■ Exercise goal: Copy each of the following entries back without change.

==*==

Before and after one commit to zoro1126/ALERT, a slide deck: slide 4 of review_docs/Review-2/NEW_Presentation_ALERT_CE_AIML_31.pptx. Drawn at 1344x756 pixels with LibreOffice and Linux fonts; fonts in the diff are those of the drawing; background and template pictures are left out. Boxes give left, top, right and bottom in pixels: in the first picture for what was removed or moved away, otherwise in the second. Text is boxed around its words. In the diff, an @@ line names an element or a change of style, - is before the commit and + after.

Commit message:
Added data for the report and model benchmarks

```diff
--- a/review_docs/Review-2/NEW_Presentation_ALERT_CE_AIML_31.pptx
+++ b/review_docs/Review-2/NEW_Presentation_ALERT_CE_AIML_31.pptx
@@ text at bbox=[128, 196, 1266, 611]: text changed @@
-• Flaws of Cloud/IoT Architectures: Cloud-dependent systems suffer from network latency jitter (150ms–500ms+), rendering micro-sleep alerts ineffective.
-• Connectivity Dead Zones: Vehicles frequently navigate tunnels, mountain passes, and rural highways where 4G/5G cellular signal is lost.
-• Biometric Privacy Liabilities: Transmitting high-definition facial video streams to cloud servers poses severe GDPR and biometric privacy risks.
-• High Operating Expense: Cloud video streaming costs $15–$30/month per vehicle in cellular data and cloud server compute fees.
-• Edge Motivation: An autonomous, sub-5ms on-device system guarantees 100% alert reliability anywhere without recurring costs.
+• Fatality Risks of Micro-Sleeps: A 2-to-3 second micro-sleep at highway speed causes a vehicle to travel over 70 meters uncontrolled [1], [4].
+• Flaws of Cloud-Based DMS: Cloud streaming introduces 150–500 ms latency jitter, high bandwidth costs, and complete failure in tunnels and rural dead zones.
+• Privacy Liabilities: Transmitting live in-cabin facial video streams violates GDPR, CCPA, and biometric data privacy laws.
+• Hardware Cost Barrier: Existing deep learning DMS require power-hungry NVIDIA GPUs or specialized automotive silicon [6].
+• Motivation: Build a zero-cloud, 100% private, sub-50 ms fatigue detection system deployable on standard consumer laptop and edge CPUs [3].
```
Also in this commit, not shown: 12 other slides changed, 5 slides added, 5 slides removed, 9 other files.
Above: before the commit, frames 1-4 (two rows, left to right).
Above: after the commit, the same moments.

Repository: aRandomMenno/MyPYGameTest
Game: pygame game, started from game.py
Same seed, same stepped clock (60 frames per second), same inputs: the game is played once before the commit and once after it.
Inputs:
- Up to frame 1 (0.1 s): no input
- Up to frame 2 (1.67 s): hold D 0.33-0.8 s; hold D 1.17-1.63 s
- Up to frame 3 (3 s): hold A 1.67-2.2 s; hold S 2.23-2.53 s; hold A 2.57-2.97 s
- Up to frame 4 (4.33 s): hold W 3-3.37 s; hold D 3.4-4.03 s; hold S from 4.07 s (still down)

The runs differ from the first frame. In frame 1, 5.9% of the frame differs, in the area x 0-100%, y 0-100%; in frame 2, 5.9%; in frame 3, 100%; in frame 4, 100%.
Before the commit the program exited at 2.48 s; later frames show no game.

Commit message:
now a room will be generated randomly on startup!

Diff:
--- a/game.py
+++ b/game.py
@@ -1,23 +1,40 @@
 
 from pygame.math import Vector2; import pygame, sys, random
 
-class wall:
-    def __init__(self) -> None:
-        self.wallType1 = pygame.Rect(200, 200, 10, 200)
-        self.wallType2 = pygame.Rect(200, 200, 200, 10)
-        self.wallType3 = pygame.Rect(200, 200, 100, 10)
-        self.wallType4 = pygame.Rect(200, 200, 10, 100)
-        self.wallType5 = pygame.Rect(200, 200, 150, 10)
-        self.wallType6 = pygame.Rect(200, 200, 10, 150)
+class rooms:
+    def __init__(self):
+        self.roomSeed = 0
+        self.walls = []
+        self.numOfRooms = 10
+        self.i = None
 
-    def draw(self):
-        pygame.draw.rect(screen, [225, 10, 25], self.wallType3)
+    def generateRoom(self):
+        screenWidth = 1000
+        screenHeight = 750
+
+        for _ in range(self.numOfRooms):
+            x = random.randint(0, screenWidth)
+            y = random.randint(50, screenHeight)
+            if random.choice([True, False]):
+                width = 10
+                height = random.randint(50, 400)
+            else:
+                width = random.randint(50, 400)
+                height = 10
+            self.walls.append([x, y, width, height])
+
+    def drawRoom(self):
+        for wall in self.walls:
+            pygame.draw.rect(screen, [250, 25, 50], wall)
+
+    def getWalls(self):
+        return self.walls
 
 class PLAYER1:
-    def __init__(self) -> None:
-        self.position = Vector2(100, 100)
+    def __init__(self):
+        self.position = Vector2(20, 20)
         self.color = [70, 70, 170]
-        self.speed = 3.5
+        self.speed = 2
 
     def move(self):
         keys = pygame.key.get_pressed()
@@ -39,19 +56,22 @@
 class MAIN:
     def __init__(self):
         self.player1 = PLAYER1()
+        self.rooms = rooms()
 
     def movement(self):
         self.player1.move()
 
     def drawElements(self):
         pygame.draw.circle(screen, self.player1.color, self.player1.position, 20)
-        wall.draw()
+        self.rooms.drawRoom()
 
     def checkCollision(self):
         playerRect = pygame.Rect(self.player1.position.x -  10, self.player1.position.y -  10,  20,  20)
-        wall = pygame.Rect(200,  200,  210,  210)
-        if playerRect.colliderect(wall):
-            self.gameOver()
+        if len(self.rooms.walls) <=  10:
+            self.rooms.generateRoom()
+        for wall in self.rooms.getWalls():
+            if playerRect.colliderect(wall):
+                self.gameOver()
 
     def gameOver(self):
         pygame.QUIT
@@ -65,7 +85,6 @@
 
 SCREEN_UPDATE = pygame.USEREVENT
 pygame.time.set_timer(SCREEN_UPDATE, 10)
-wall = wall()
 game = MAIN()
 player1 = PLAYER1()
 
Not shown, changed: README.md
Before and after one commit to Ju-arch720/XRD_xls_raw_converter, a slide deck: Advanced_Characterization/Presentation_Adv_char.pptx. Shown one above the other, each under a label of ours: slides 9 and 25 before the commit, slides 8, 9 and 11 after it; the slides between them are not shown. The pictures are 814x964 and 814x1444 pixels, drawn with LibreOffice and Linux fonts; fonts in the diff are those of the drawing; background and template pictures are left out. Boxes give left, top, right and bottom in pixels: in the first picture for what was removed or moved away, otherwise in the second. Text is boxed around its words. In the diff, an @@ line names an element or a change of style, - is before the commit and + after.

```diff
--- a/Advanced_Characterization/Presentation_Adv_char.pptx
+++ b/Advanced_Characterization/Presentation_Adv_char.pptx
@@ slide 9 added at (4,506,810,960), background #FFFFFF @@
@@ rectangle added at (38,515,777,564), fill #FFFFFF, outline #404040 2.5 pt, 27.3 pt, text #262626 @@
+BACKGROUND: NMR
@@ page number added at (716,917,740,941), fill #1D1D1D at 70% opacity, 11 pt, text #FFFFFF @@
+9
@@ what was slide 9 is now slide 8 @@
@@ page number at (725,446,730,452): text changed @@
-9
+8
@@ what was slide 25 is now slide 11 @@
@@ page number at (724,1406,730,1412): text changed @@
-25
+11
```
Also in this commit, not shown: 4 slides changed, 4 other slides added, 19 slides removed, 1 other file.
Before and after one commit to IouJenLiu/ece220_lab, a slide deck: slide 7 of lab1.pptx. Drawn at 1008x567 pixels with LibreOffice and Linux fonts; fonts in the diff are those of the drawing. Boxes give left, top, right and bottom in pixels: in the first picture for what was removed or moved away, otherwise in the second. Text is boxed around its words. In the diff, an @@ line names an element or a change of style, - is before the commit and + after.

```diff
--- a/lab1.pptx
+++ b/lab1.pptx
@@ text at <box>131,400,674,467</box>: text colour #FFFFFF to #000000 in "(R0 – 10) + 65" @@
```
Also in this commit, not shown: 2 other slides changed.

==*==

■ Solution:
Before and after one commit to zoro1126/ALERT, a slide deck: slide 4 of review_docs/Review-2/NEW_Presentation_ALERT_CE_AIML_31.pptx. Drawn at 1344x756 pixels with LibreOffice and Linux fonts; fonts in the diff are those of the drawing; background and template pictures are left out. Boxes give left, top, right and bottom in pixels: in the first picture for what was removed or moved away, otherwise in the second. Text is boxed around its words. In the diff, an @@ line names an element or a change of style, - is before the commit and + after.

Commit message:
Added data for the report and model benchmarks

```diff
--- a/review_docs/Review-2/NEW_Presentation_ALERT_CE_AIML_31.pptx
+++ b/review_docs/Review-2/NEW_Presentation_ALERT_CE_AIML_31.pptx
@@ text at bbox=[128, 196, 1266, 611]: text changed @@
-• Flaws of Cloud/IoT Architectures: Cloud-dependent systems suffer from network latency jitter (150ms–500ms+), rendering micro-sleep alerts ineffective.
-• Connectivity Dead Zones: Vehicles frequently navigate tunnels, mountain passes, and rural highways where 4G/5G cellular signal is lost.
-• Biometric Privacy Liabilities: Transmitting high-definition facial video streams to cloud servers poses severe GDPR and biometric privacy risks.
-• High Operating Expense: Cloud video streaming costs $15–$30/month per vehicle in cellular data and cloud server compute fees.
-• Edge Motivation: An autonomous, sub-5ms on-device system guarantees 100% alert reliability anywhere without recurring costs.
+• Fatality Risks of Micro-Sleeps: A 2-to-3 second micro-sleep at highway speed causes a vehicle to travel over 70 meters uncontrolled [1], [4].
+• Flaws of Cloud-Based DMS: Cloud streaming introduces 150–500 ms latency jitter, high bandwidth costs, and complete failure in tunnels and rural dead zones.
+• Privacy Liabilities: Transmitting live in-cabin facial video streams violates GDPR, CCPA, and biometric data privacy laws.
+• Hardware Cost Barrier: Existing deep learning DMS require power-hungry NVIDIA GPUs or specialized automotive silicon [6].
+• Motivation: Build a zero-cloud, 100% private, sub-50 ms fatigue detection system deployable on standard consumer laptop and edge CPUs [3].
```
Also in this commit, not shown: 12 other slides changed, 5 slides added, 5 slides removed, 9 other files.
Above: before the commit, frames 1-4 (two rows, left to right).
Above: after the commit, the same moments.

Repository: aRandomMenno/MyPYGameTest
Game: pygame game, started from game.py
Same seed, same stepped clock (60 frames per second), same inputs: the game is played once before the commit and once after it.
Inputs:
- Up to frame 1 (0.1 s): no input
- Up to frame 2 (1.67 s): hold D 0.33-0.8 s; hold D 1.17-1.63 s
- Up to frame 3 (3 s): hold A 1.67-2.2 s; hold S 2.23-2.53 s; hold A 2.57-2.97 s
- Up to frame 4 (4.33 s): hold W 3-3.37 s; hold D 3.4-4.03 s; hold S from 4.07 s (still down)

The runs differ from the first frame. In frame 1, 5.9% of the frame differs, in the area x 0-100%, y 0-100%; in frame 2, 5.9%; in frame 3, 100%; in frame 4, 100%.
Before the commit the program exited at 2.48 s; later frames show no game.

Commit message:
now a room will be generated randomly on startup!

Diff:
--- a/game.py
+++ b/game.py
@@ -1,23 +1,40 @@
 
 from pygame.math import Vector2; import pygame, sys, random
 
-class wall:
-    def __init__(self) -> None:
-        self.wallType1 = pygame.Rect(200, 200, 10, 200)
-        self.wallType2 = pygame.Rect(200, 200, 200, 10)
-        self.wallType3 = pygame.Rect(200, 200, 100, 10)
-        self.wallType4 = pygame.Rect(200, 200, 10, 100)
-        self.wallType5 = pygame.Rect(200, 200, 150, 10)
-        self.wallType6 = pygame.Rect(200, 200, 10, 150)
+class rooms:
+    def __init__(self):
+        self.roomSeed = 0
+        self.walls = []
+        self.numOfRooms = 10
+        self.i = None
 
-    def draw(self):
-        pygame.draw.rect(screen, [225, 10, 25], self.wallType3)
+    def generateRoom(self):
+        screenWidth = 1000
+        screenHeight = 750
+
+        for _ in range(self.numOfRooms):
+            x = random.randint(0, screenWidth)
+            y = random.randint(50, screenHeight)
+            if random.choice([True, False]):
+                width = 10
+                height = random.randint(50, 400)
+            else:
+                width = random.randint(50, 400)
+                height = 10
+            self.walls.append([x, y, width, height])
+
+    def drawRoom(self):
+        for wall in self.walls:
+            pygame.draw.rect(screen, [250, 25, 50], wall)
+
+    def getWalls(self):
+        return self.walls
 
 class PLAYER1:
-    def __init__(self) -> None:
-        self.position = Vector2(100, 100)
+    def __init__(self):
+        self.position = Vector2(20, 20)
         self.color = [70, 70, 170]
-        self.speed = 3.5
+        self.speed = 2
 
     def move(self):
         keys = pygame.key.get_pressed()
@@ -39,19 +56,22 @@
 class MAIN:
     def __init__(self):
         self.player1 = PLAYER1()
+        self.rooms = rooms()
 
     def movement(self):
         self.player1.move()
 
     def drawElements(self):
         pygame.draw.circle(screen, self.player1.color, self.player1.position, 20)
-        wall.draw()
+        self.rooms.drawRoom()
 
     def checkCollision(self):
         playerRect = pygame.Rect(self.player1.position.x -  10, self.player1.position.y -  10,  20,  20)
-        wall = pygame.Rect(200,  200,  210,  210)
-        if playerRect.colliderect(wall):
-            self.gameOver()
+        if len(self.rooms.walls) <=  10:
+            self.rooms.generateRoom()
+        for wall in self.rooms.getWalls():
+            if playerRect.colliderect(wall):
+                self.gameOver()
 
     def gameOver(self):
         pygame.QUIT
@@ -65,7 +85,6 @@
 
 SCREEN_UPDATE = pygame.USEREVENT
 pygame.time.set_timer(SCREEN_UPDATE, 10)
-wall = wall()
 game = MAIN()
 player1 = PLAYER1()
 
Not shown, changed: README.md
Before and after one commit to Ju-arch720/XRD_xls_raw_converter, a slide deck: Advanced_Characterization/Presentation_Adv_char.pptx. Shown one above the other, each under a label of ours: slides 9 and 25 before the commit, slides 8, 9 and 11 after it; the slides between them are not shown. The pictures are 814x964 and 814x1444 pixels, drawn with LibreOffice and Linux fonts; fonts in the diff are those of the drawing; background and template pictures are left out. Boxes give left, top, right and bottom in pixels: in the first picture for what was removed or moved away, otherwise in the second. Text is boxed around its words. In the diff, an @@ line names an element or a change of style, - is before the commit and + after.

```diff
--- a/Advanced_Characterization/Presentation_Adv_char.pptx
+++ b/Advanced_Characterization/Presentation_Adv_char.pptx
@@ slide 9 added at (4,506,810,960), background #FFFFFF @@
@@ rectangle added at (38,515,777,564), fill #FFFFFF, outline #404040 2.5 pt, 27.3 pt, text #262626 @@
+BACKGROUND: NMR
@@ page number added at (716,917,740,941), fill #1D1D1D at 70% opacity, 11 pt, text #FFFFFF @@
+9
@@ what was slide 9 is now slide 8 @@
@@ page number at (725,446,730,452): text changed @@
-9
+8
@@ what was slide 25 is now slide 11 @@
@@ page number at (724,1406,730,1412): text changed @@
-25
+11
```
Also in this commit, not shown: 4 slides changed, 4 other slides added, 19 slides removed, 1 other file.
Before and after one commit to IouJenLiu/ece220_lab, a slide deck: slide 7 of lab1.pptx. Drawn at 1008x567 pixels with LibreOffice and Linux fonts; fonts in the diff are those of the drawing. Boxes give left, top, right and bottom in pixels: in the first picture for what was removed or moved away, otherwise in the second. Text is boxed around its words. In the diff, an @@ line names an element or a change of style, - is before the commit and + after.

```diff
--- a/lab1.pptx
+++ b/lab1.pptx
@@ text at <box>131,400,674,467</box>: text colour #FFFFFF to #000000 in "(R0 – 10) + 65" @@
```
Also in this commit, not shown: 2 other slides changed.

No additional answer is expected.